We use ACC to evaluate the performance of our model on two different partitioned datasets. We have strict requirements for accuracy, requiring that the Remi-digitized sequence generated be exactly the same as the digitized sequence of the original melody to be accurate and that the music we generate has the same chord, note, duration, and other information as the original melody. Because Lee uses two sequences of notes and duration to represent the MIDI audio on this original dataset, which cannot be directly compared, we use Seq2Seq, which is the same parameter in this paper, to perform comparison experiments on Remi representation. The experimental results are shown in Table 4, and the accuracy (ACC) is the evaluation index. The data scale of different datasets under this division is shown in Table 5.

4. Conclusion

Music contains abundant human emotional information. Studies about music emotional classification can help to organize and retrieve a large amount of music data. Music contains two modes of emotional information: audio and lyric text. By building a multimodal music emotional classification system, the classification performance can be effectively improved.

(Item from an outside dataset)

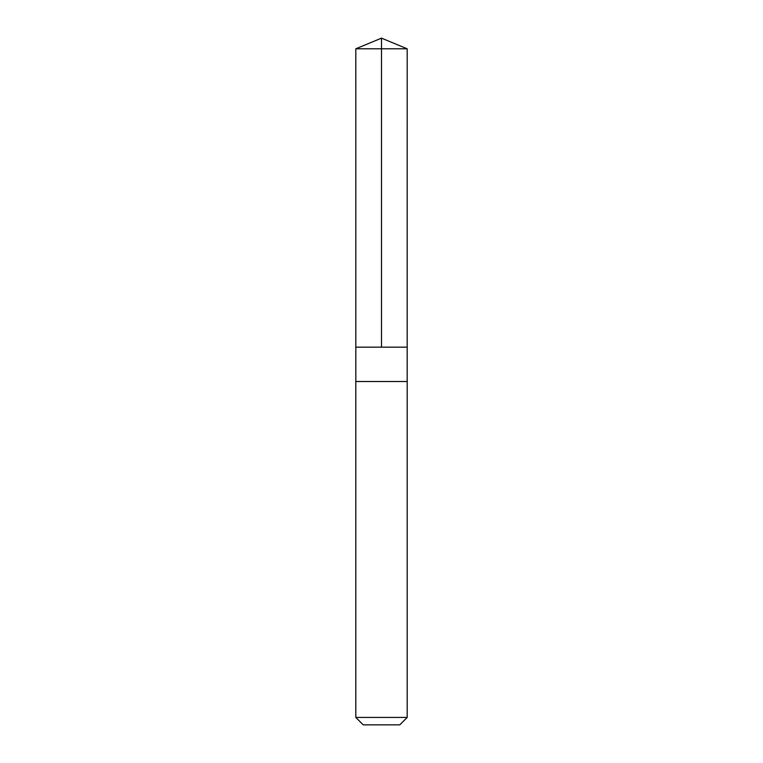 <?xml version="1.0" encoding="UTF-8"?>
<svg xmlns="http://www.w3.org/2000/svg" width="763" height="763" viewBox="0 0 763 763"><rect width="100%" height="100%" fill="white"/><g stroke="black" fill="none" stroke-linecap="round" stroke-linejoin="round"><path stroke-width="1.14" d="M355.816 347.165L407.184 347.165L407.194 48.794L355.806 48.794L355.816 347.165L407.184 347.165L407.184 381.51L355.816 381.51L355.816 347.165M406.107 381.51L355.806 381.51L355.806 717.43L407.194 717.43L407.194 381.51L406.107 381.51M407.194 717.43L399.774 724.85L363.226 724.85L355.806 717.43M355.806 48.794L381.5 38.15L381.5 347.165M381.5 38.15L407.194 48.794"/></g></svg>
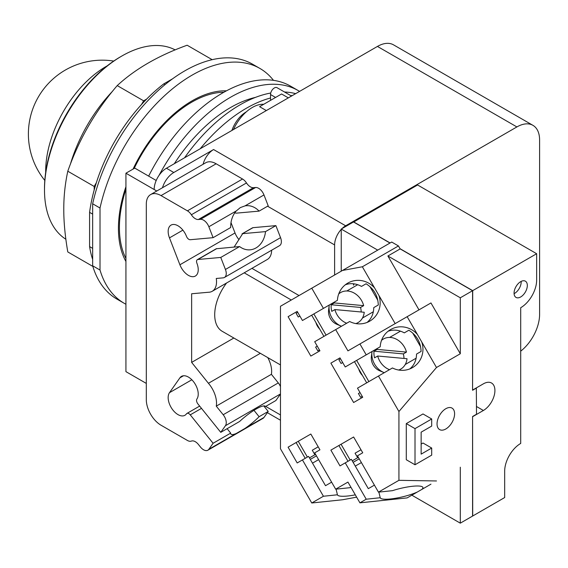 <?xml version="1.0" encoding="UTF-8"?>
<svg xmlns="http://www.w3.org/2000/svg" width="568" height="568" viewBox="0 0 568 568"><rect width="100%" height="100%" fill="white"/><g stroke="black" fill="none" stroke-linecap="round" stroke-linejoin="round"><path stroke-width="0.85" d="M107.139 65.895A85.427 49.324 120 0 0 45.681 171.117A85.427 49.324 120 0 0 45.688 172.324M175.178 49.899A109.354 63.133 120 0 0 121.815 56.04L120.586 56.75A107.615 62.132 120 0 0 44.496 188.548L44.496 189.968A109.354 63.133 120 0 0 65.86 239.249M121.815 56.04A109.354 63.133 120 0 0 44.496 189.968M212.184 59.683L187.142 45.227C158.451 55.572 135.148 69.026 117.228 85.59C95.367 111.023 78.888 139.565 67.791 171.216C65.072 183.904 63.737 196.592 63.779 209.258C63.737 221.882 65.072 236.111 67.791 251.944L92.84 266.399M92.655 248.372L89.588 246.604L89.588 212.347A127.594 73.662 120 0 1 94.189 189.975L94.189 186.453L67.791 171.216M94.189 186.453L96.347 182.719A127.594 73.662 -60 0 0 94.189 189.975M96.347 182.719A127.594 73.662 120 0 1 141.468 104.562L143.626 100.827L117.228 85.59M143.626 100.827L146.672 99.073A127.594 73.662 -60 0 0 141.468 104.562M89.588 246.604A127.594 73.662 120 0 0 92.655 259.469M165.025 84.632L163.747 83.894A127.594 73.662 120 0 0 146.672 99.073M163.747 83.894L172.615 78.782M89.588 212.347L92.655 214.122M92.655 265.796L92.655 203.784L100.018 208.037L100.018 270.048L92.655 265.796A135.624 78.299 120 0 0 116.909 299.087L124.271 303.34A135.624 78.299 120 0 0 125.933 304.256M273.478 80.344A135.624 78.299 120 0 0 259.895 68.437L252.526 64.184A135.624 78.299 120 0 0 92.655 203.784M100.018 270.048A135.624 78.299 120 0 0 124.271 303.34M259.895 68.437A135.624 78.299 120 0 0 100.018 208.037M125.933 261.472A104.157 60.137 -60 0 1 118.435 228.414A104.157 60.137 -60 0 1 125.933 186.694M133.061 169.094A104.157 60.137 -60 0 1 226.447 90.83M334.46 302.027A17.359 14.172 60 0 0 334.339 302.936L363.676 305.641A17.359 14.172 60 0 0 340.608 292.57L340.608 292.57A17.359 14.172 60 0 0 338.741 293.912M355.873 323.582A17.359 14.172 60 0 0 357.968 322.638A17.359 14.172 60 0 0 364.23 312.265L334.893 309.567L331.769 311.37A17.359 14.172 -120 0 1 331.215 304.746L334.339 302.936M331.215 304.746L360.552 307.444A17.359 14.172 -120 0 1 361.191 311.988M363.676 305.641L360.552 307.444M334.893 309.567A17.359 14.172 60 0 0 346.7 323.227M357.968 322.638L356.228 323.639L357.968 322.638M377.251 348.482A17.359 14.172 60 0 0 377.131 349.391L406.468 352.096A17.359 14.172 60 0 0 383.393 339.025L383.393 339.025A17.359 14.172 60 0 0 381.533 340.36M398.665 370.038A17.359 14.172 60 0 0 400.752 369.094A17.359 14.172 60 0 0 407.022 358.72L377.685 356.015L374.56 357.826A17.359 14.172 -120 0 1 374.007 351.194L377.131 349.391M374.007 351.194L403.344 353.899A17.359 14.172 -120 0 1 403.983 358.443M406.468 352.096L403.344 353.899M377.685 356.015A17.359 14.172 60 0 0 389.492 369.683M400.752 369.094A17.359 14.172 60 0 0 400.76 369.094L399.02 370.095L400.76 369.094M340.608 292.57L338.869 293.571L340.608 292.57M329.255 305.037A17.359 14.172 60 0 0 329.184 305.527A17.359 14.172 60 0 0 341.034 326.053A17.359 14.172 60 0 0 341.489 326.238M383.393 339.025L381.66 340.026L383.393 339.025M372.04 351.493A17.359 14.172 60 0 0 371.976 351.975A17.359 14.172 60 0 0 383.826 372.509A17.359 14.172 60 0 0 384.28 372.686M352.252 460.84L358.351 457.318L357.67 457.709L355.064 453.2L360.999 449.778M309.461 457.886L315.559 454.365L314.878 454.755L312.272 450.246L318.208 446.817M341.034 326.053L336.767 324.271A11.978 9.777 -120 0 1 328.595 310.107L329.184 305.527M383.826 372.509L379.559 370.726A11.978 9.777 -120 0 1 371.38 356.562L371.976 351.975M353.118 462.345L359.217 458.823M361.39 462.579L355.284 466.101M310.327 459.384L316.426 455.863M318.598 459.626L312.499 463.147M323.916 336.384L311.676 315.183M369.853 286.492L377.855 300.344M313.848 313.934L326.082 335.127M345.607 284.674L345.117 284.951L345.607 284.674M366.708 382.839L354.467 361.639M410.089 368.71L409.606 368.994L410.089 368.71M412.645 332.947L420.647 346.799M356.64 360.389L368.873 381.582M388.398 331.13L387.909 331.407L388.398 331.13M409.883 368.88C414.186 365.217 416.408 360.275 416.543 354.063L421.094 351.436C420.725 342.227 416.642 335.163 408.853 330.235L404.31 332.862C398.857 329.88 393.468 329.334 388.143 331.222M347.999 461.287L338.89 445.504L353.623 436.998L362.732 452.781L357.485 455.813L378.458 492.136L392.46 490.674A21.96 4.338 -13.4 0 1 412.553 486.272A21.96 4.338 -13.4 0 1 422.933 487.507A21.96 4.338 -13.4 0 1 421.719 489.488L417.409 491.973A21.96 4.338 -13.4 0 1 390.592 498.952A21.96 4.338 -13.4 0 1 380.219 497.738L378.87 492.094M341.056 444.247L350.172 460.037M374.411 485.129L368.305 488.65L351.379 459.334L339.991 465.909L330.881 450.126L353.623 436.998M305.208 458.333L296.098 442.543L310.831 434.037L319.94 449.828L314.693 452.859L335.667 489.183L349.668 487.72A21.96 4.338 -13.4 0 1 350.953 487.308M298.264 441.293L307.38 457.077M331.62 482.175L325.514 485.697L308.587 456.381L297.199 462.955L288.09 447.172L310.831 434.037M317.796 350.839L319.422 349.902L317.796 350.839L315.623 347.084L317.249 346.139M298.264 317.015L299.89 316.078L298.264 317.015L296.098 313.252L297.724 312.315M319.649 328.993A11.978 9.777 -120 0 1 315.943 322.574M376.868 348.709L380.219 346.771A21.96 21.186 -120 0 1 390.592 329.554L390.592 329.554A21.96 21.186 -120 0 1 417.409 334.453L421.719 341.922A21.96 21.186 -120 0 1 412.553 367.588A21.96 21.186 -120 0 1 392.46 367.965L357.485 388.164L362.732 397.259L353.623 402.52L330.881 363.129L339.991 357.868L345.245 366.964L366.218 354.858L359.92 343.952L407.149 316.688L417.409 334.453M360.588 397.295L362.214 396.357L360.588 397.295L358.415 393.539L360.041 392.595M341.056 363.47L342.681 362.526L341.056 363.47L338.89 359.707L340.516 358.77M362.441 375.448A11.978 9.777 -120 0 1 358.735 369.03M253.974 410.33L259.1 416.706A22.131 4.679 -38.8 0 1 245.014 428.414L236.295 433.455A22.131 4.679 -38.8 0 1 230.92 434.108A22.131 4.679 -38.8 0 1 230.679 433.114L227.122 428.684M230.679 433.114L213.099 443.267L190.252 414.853A3.905 2.258 -120 0 0 186.922 413.433A3.905 2.258 -120 0 0 186.481 413.838A13.888 8.016 60 0 1 184.919 415.286A13.888 8.016 60 0 1 171.998 408.804A13.888 8.016 60 0 1 169.477 392.68L179.907 377.834A13.888 8.016 60 0 1 181.469 376.392A13.888 8.016 60 0 1 194.391 382.875A13.888 8.016 60 0 1 196.918 398.999A3.905 2.258 -120 0 0 197.927 403.933L220.767 432.347L239.604 421.477A22.131 4.679 -38.8 0 1 255.99 409.109A22.131 4.679 -38.8 0 1 265.419 406.376A22.131 4.679 -38.8 0 1 265.512 406.518L265.306 406.255M234.123 247.059L242.671 233.654L265.512 231.616A22.131 17.459 -95.1 0 1 255.99 247.939A22.131 17.459 -95.1 0 1 250.14 249.821A22.131 17.459 -95.1 0 1 239.604 246.569L216.259 248.749L197.352 259.661A3.905 2.258 -120 0 0 196.918 263.261A13.888 8.016 60 0 1 195.356 276.048A13.888 8.016 60 0 1 179.907 264.78L169.477 237.886A13.888 8.016 60 0 1 171.032 225.106A13.888 8.016 60 0 1 186.481 236.366A3.905 2.258 -120 0 0 190.252 239.717L213.099 237.672L230.679 227.519A22.131 17.459 -95.1 0 1 236.295 210.92L240.314 207.604L245.014 205.886A22.131 17.459 -95.1 0 1 246.2 205.73A22.131 17.459 -95.1 0 1 259.1 211.119L236.26 213.156L234.74 212.901M253.044 227.669A3.905 2.258 60 0 0 252.469 227.846L242.039 233.867L253.044 227.669L275.885 225.624L280.549 237.651A8.683 5.013 60 0 1 279.57 245.639L224.459 277.461A8.683 5.013 60 0 1 223.189 277.851L216.273 278.469A20.831 12.027 60 0 1 212.212 291.292A20.831 12.027 60 0 1 208.428 292.264L191.636 293.762L191.636 362.391L208.428 383.286A20.831 12.027 60 0 1 216.273 406.141L223.189 414.739A8.683 5.013 60 0 1 225.432 425.716L220.767 432.347M239.604 246.569L220.767 257.446L197.927 259.491A3.905 2.258 -120 0 0 197.352 259.661M213.099 443.267L208.861 449.288A8.683 5.013 60 0 1 207.888 450.197A8.683 5.013 60 0 1 200.476 447.044L198.374 444.425A8.683 5.013 -120 0 0 191.366 441.08A8.683 5.013 60 0 1 187.433 440.463L161.035 425.226A20.831 12.027 60 0 1 146.31 399.709L146.31 204.111A20.831 12.027 60 0 1 150.619 194.576A20.831 12.027 60 0 1 161.035 195.605L187.433 210.842A8.683 5.013 60 0 1 191.366 214.768A8.683 5.013 -120 0 0 198.374 219.511L200.476 219.326A8.683 5.013 60 0 1 208.861 226.76L213.099 237.672M355.312 494.849A21.96 4.338 -13.4 0 1 347.801 495.999A21.96 4.338 -13.4 0 1 337.428 494.785L336.079 489.14M415.009 428.627L431.701 418.985L431.701 426.071L421.144 432.17L421.144 454.137L431.701 448.045L431.701 455.131L415.009 464.766L415.009 428.627L406.29 423.593L422.99 413.951L431.701 418.985M369.761 321.14A21.96 21.186 -120 0 1 349.668 321.516L314.693 341.709L319.94 350.804L310.831 356.065L288.09 316.674L297.199 311.413L302.453 320.508L337.428 300.316A21.96 21.186 -120 0 1 347.801 283.098L347.801 283.098A21.96 21.186 -120 0 1 374.617 287.997L378.927 295.466A21.96 21.186 -120 0 1 369.761 321.14L369.761 321.14M367.091 322.432C371.394 318.762 373.616 313.82 373.758 307.607L378.302 304.981C377.933 295.772 373.85 288.707 366.062 283.78L361.518 286.407C356.065 283.425 350.676 282.878 345.351 284.767M334.076 302.254L337.428 300.316M338.89 445.504L330.881 450.126M380.219 497.738L366.218 499.208L345.245 462.877M417.409 491.973L407.149 497.895L359.92 502.836L366.218 499.208M296.098 442.543L288.09 447.172M337.428 494.785L323.426 496.247L302.453 459.924M297.199 311.413L288.09 316.674M366.218 354.858L380.219 346.771M339.991 357.868L330.881 363.129M263.772 405.921L268.21 411.445L263.978 417.473A8.683 5.013 60 0 1 262.998 418.375L207.888 450.197M268.21 411.445L259.1 416.706M265.512 406.518L275.885 400.532L280.471 394.007M267.769 357.599A20.831 12.027 60 0 1 271.39 374.319L278.299 382.917A8.683 5.013 60 0 1 280.471 386.609M271.39 374.319L216.273 406.141M260.343 353.31L208.428 383.286M233.853 338.017L191.636 362.391M271.639 250.218A20.831 12.027 60 0 1 267.329 259.469L212.212 291.292M220.767 257.446L225.432 269.466A8.683 5.013 60 0 1 224.459 277.461M275.885 225.624L265.512 231.616M230.999 222.592L235.024 232.958A13.888 8.016 -120 0 0 238.993 239.639M259.1 211.119L268.21 205.857L263.978 194.938L245.014 205.886M150.619 194.576L205.737 162.753A20.831 12.027 60 0 1 216.152 163.783L242.543 179.019A8.683 5.013 60 0 1 246.484 182.946A8.683 5.013 -120 0 0 253.491 187.689L255.593 187.504A8.683 5.013 60 0 1 263.978 194.938M335.667 489.183L347.943 482.09L359.92 502.836M430.963 484.149L421.719 489.488M356.64 497.149L342.497 499.769L311.761 502.985L323.426 496.247M421.719 341.922L436.487 367.503L398.928 411.516L378.458 376.051M407.149 316.688L430.963 302.943L460.3 353.757L436.487 367.503M476.325 387.909L476.509 414.235L472.576 416.507L472.576 516.078L460.3 523.163L460.3 467.208M411.843 495.19L460.3 523.163M378.458 492.136L398.928 480.322L436.487 480.961M415.009 464.766L406.29 459.739L406.29 423.593M421.144 444.077L422.99 443.012L431.701 448.045M445.816 428.982A12.411 7.164 -60 0 1 439.611 429.593A12.411 7.164 -60 0 1 437.708 419.645A12.411 7.164 -60 0 1 445.816 408.711A12.411 7.164 -60 0 1 452.021 408.094A12.411 7.164 -60 0 1 453.924 418.041A12.411 7.164 -60 0 1 445.816 428.982M460.3 353.757L460.3 297.795L387.887 255.99L418.985 309.858M335.667 329.596L347.943 350.875L359.92 343.952M378.927 295.466L395.172 323.604M398.928 411.516L398.928 480.322M323.426 308.403L311.761 288.196L342.497 270.453L362.363 266.775L374.617 287.997M311.761 502.985L280.471 448.784L280.471 306.266L311.761 288.196M514.083 293.656A9.372 5.41 120 0 0 514.558 293.407A9.372 5.41 120 0 0 521.168 281.387M520.7 296.95A9.372 5.41 -60 0 1 516.007 297.412A9.372 5.41 -60 0 1 514.572 289.9A9.372 5.41 -60 0 1 520.7 281.643A9.372 5.41 -60 0 1 525.386 281.174A9.372 5.41 -60 0 1 526.82 288.686A9.372 5.41 -60 0 1 520.7 296.95M226.582 282.992A36.111 20.846 120 0 0 222.187 331.286L280.471 364.933M377.72 250.119L341.233 229.053L341.233 271.177M460.3 297.795L472.576 290.709L472.576 390.287L476.509 388.015M472.576 290.709L400.163 248.905L387.887 255.99M400.163 248.905L398.452 245.944L362.363 266.775M398.452 245.944L391.7 242.046L342.497 270.453M472.576 389.932L472.704 290.639L536.654 253.719L536.654 280.081A22.571 13.029 -60 0 1 520.7 307.721L520.7 443.438A22.656 13.078 -60 0 0 504.675 471.184L504.675 497.547L472.704 516.007L472.576 416.578M353.757 284.98L353.757 283.787M472.704 390.003L483.382 383.833A16.316 9.422 -60 0 1 491.54 383.024A16.316 9.422 -60 0 1 494.039 396.102A16.316 9.422 -60 0 1 483.382 410.479L472.704 416.649M341.233 229.053L353.509 221.967L389.989 243.033M334.609 275.004L334.609 244.929A15.627 9.017 -60 0 1 341.233 229.408M251.936 268.352L299.031 295.545M353.509 283.759L353.509 285.122M353.637 222.038L417.586 184.976L536.654 253.719M353.637 221.896L390.117 242.962M400.042 248.692L472.704 290.639M353.637 285.051L353.637 283.773M125.933 189.13A102.425 59.136 120 0 0 119.415 227.562A102.425 59.136 120 0 0 125.933 258.468M223.856 92.25A102.425 59.136 120 0 0 134.169 168.455M342.021 228.599A15.627 9.017 -60 0 1 345.656 225.794L516.894 126.934A32.113 18.545 -60 0 1 532.947 125.343A32.113 18.545 -60 0 1 539.6 140.04L539.6 314.381A32.113 18.545 -60 0 1 520.7 351.152M162.483 187.724A17.359 10.025 -60 0 1 173.801 172.502L213.575 149.54A15.627 9.017 120 0 0 203.103 164.273M146.31 383.414L125.933 371.649L125.933 173.212L134.772 168.107L156.214 180.489M532.947 125.343L393.503 44.836A32.113 18.545 120 0 0 377.45 46.427L166.438 168.249A17.359 10.025 120 0 0 154.162 189.513L125.933 173.212M233.434 129.568A32.987 19.042 -60 0 1 252.362 107.444A32.987 19.042 -60 0 1 263.708 104.292M288.338 97.873L281.586 93.976L259.583 106.677L266.328 110.575M291.505 96.042L277.028 87.685A5.382 3.11 120 0 0 272.881 89.133A5.382 3.11 120 0 0 270.531 94.544L270.531 100.358M231.914 130.448A22.571 13.029 -60 0 1 246.228 111.903A22.571 13.029 -60 0 1 246.334 111.839M299.577 91.384A135.624 78.299 120 0 0 298.25 90.589L290.582 86.158A135.624 78.299 120 0 0 148.66 176.123M290.617 95.538A133.274 76.943 -60 0 1 292.236 95.623M200.22 148.745A133.274 76.943 -60 0 1 246.228 108.332A133.274 76.943 -60 0 1 270.531 97.98M298.25 90.589A135.624 78.299 120 0 0 158.933 175.547M184.557 157.79A133.274 76.943 -60 0 1 240.108 104.803A133.274 76.943 -60 0 1 270.73 93.024M284.497 92.002A133.274 76.943 -60 0 1 295.658 93.649M174.319 163.705A123.022 71.028 -60 0 1 230.445 107.593A123.022 71.028 -60 0 1 255.458 97.391M112.556 91.242A109.354 63.133 120 0 0 70.347 164.344M373.339 311.754L362.448 318.044M357.712 284.696L346.821 290.986M416.131 358.209L405.24 364.5M400.504 331.151L389.612 337.435M216.763 248.614L197.927 259.491M201.491 408.364L190.252 414.853M236.295 433.455L208.861 449.288M236.295 210.92L208.861 226.76M263.978 417.473L245.014 428.414M191.835 379.772L169.477 392.68M183.499 375.76L179.907 377.834M280.471 393.943L225.432 425.716M278.299 382.917L223.189 414.739M280.549 237.651L225.432 269.466M235.024 232.958L179.907 264.78M182.889 230.146L169.477 237.886M255.593 187.504L200.476 219.326M253.491 187.689L198.374 219.511M246.484 182.946L191.366 214.768M242.543 179.019L187.433 210.842M216.152 163.783L161.035 195.605M244.204 272.817L291.299 300.01M476.509 406.51L483.382 410.479M265.696 406.411L280.471 414.945M267.571 206.227L334.609 244.929M213.575 149.54L345.656 225.794M154.162 189.513L156.775 191.018M377.45 46.427L516.894 126.934M166.438 168.249L173.801 172.502M275.565 97.447L270.531 94.544M113.721 61.067A73.854 73.854 0 0 0 44.801 180.439M199.652 406.084L186.922 413.433M267.358 412.659L280.471 420.228"/></g></svg>

This paper chooses the Thayer emotional model as the basis of music emotional classification and divides music into four categories: anger, joy, relaxation, and sadness. To solve the problem of long duration and complex composition of real music, this paper presents a fine-grained segmentation preprocessing method and extracts pure background sound fragments through vocal separation to optimize the sample set to improve classification performance. In view of the limitations of single feature and the limitations of single network classification method, this paper presents a single-modal emotional classification model based on CNN-LSTM, which achieves the best classification results, with the audio classification accuracy of 68% and the text classification accuracy of 74%. The heterogeneity between different modal data is also a big challenge for the classification system of multimodal fusion. This paper presents a multimodal integrated learning method based on stacking architecture, which achieves the best multimodal classification performance with a classification accuracy of 78%, which is much better than that of single-modal classification.

At the same time, we designed a set of dual Seq2Seq models based on reinforcement learning. With this model, we can effectively control the emotion between lyrics and melodies to achieve the goal of music generation based on emotional guidance. The model adds reward values for emotional consistency and reward values for content fidelity to achieve the same emotional type between the output melody and the input lyrics.

In the future, we will mainly try to carry out from the following aspects. First, we will continue to improve the constructed music dataset, such as labeling some other music structures (such as prelude and bridge segment). At the same time, the classification method proposed in this paper should be improved and the optimization parameters of the network model need to be adjusted to improve the classification accuracy.

Data Availability

The labeled dataset used to support the findings of this study are available from the corresponding author upon request.

Conflicts of Interest

The authors declare that there are no conflicts of interest.


This study was supported by Weinan Normal University.